Task prompt ->
The expected output is a copy of every line in the records with the string "added".

Data for review ->

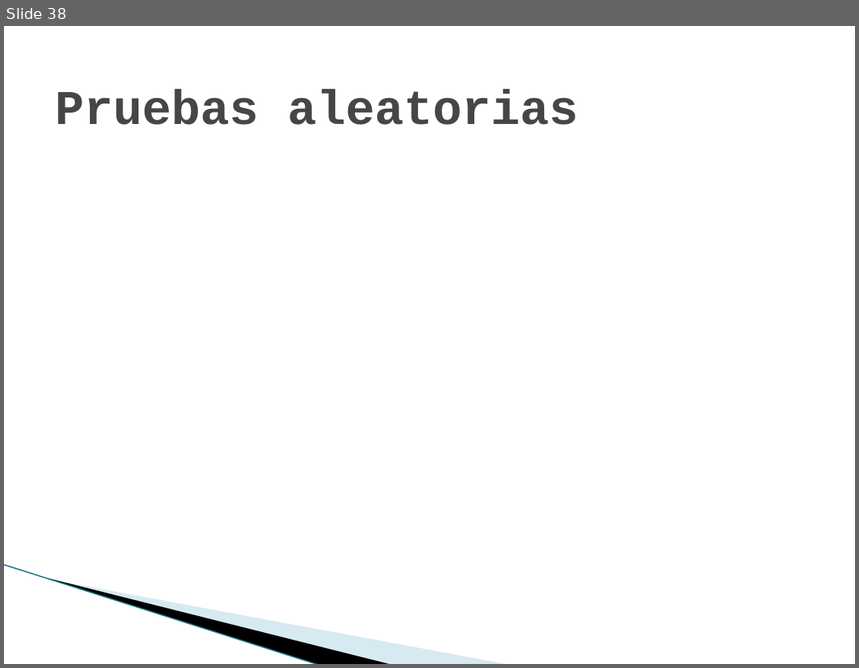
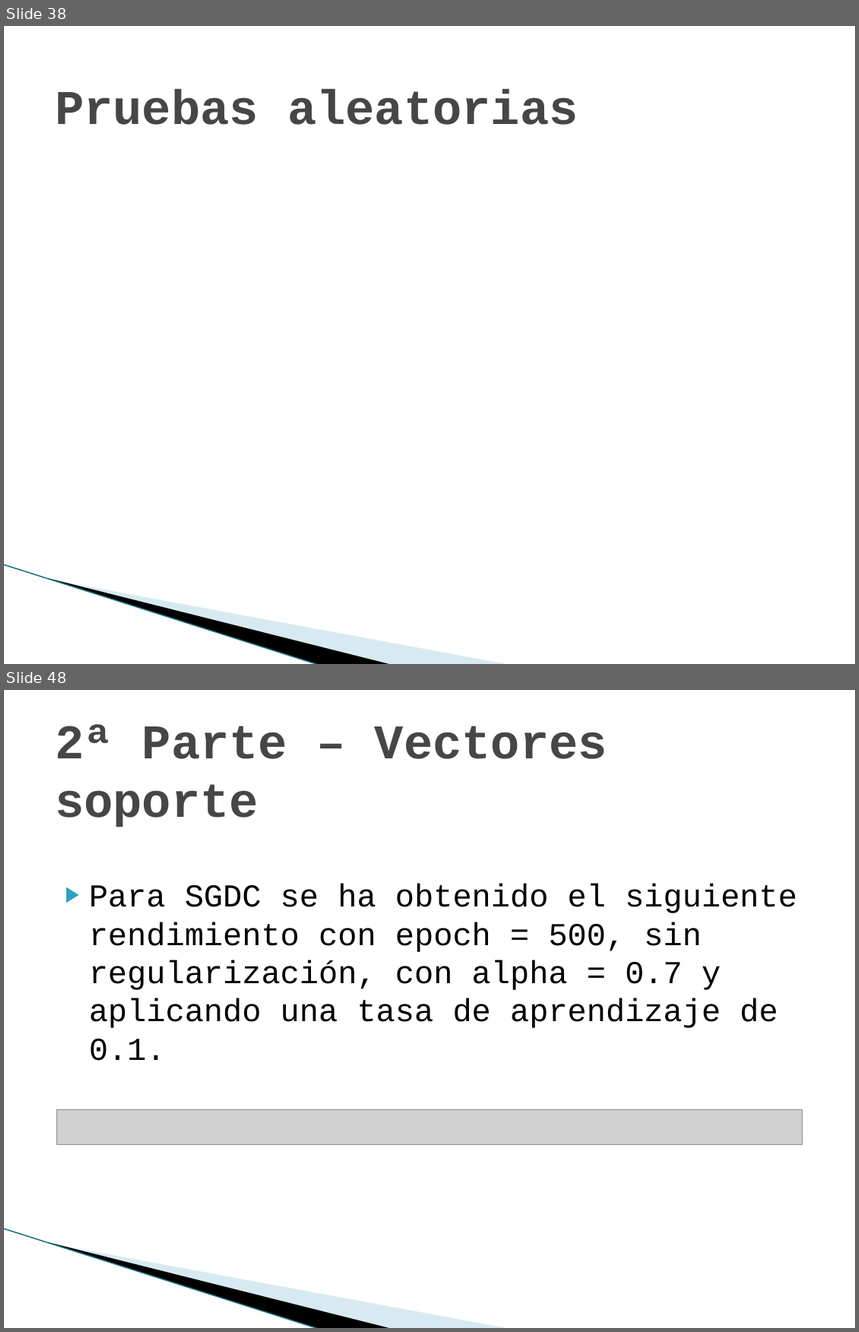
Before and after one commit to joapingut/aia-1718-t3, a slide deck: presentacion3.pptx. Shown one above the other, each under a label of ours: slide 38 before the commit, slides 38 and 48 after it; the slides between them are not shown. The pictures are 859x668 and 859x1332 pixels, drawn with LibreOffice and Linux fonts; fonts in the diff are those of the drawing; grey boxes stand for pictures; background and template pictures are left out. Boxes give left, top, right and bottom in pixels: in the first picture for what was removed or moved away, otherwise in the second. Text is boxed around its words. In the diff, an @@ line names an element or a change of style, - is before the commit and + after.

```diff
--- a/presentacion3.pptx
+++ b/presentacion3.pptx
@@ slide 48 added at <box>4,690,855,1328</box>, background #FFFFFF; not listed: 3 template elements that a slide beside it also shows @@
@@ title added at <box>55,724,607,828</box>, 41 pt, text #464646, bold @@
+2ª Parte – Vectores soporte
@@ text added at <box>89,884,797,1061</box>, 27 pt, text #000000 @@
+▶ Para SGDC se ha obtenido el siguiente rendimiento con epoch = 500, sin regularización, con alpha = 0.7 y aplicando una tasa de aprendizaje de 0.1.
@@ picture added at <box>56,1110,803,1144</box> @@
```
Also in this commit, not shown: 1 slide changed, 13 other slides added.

Exercise response ->
@@ slide 48 added at <box>4,690,855,1328</box>, background #FFFFFF; not listed: 3 template elements that a slide beside it also shows @@
@@ title added at <box>55,724,607,828</box>, 41 pt, text #464646, bold @@
@@ text added at <box>89,884,797,1061</box>, 27 pt, text #000000 @@
@@ picture added at <box>56,1110,803,1144</box> @@
Also in this commit, not shown: 1 slide changed, 13 other slides added.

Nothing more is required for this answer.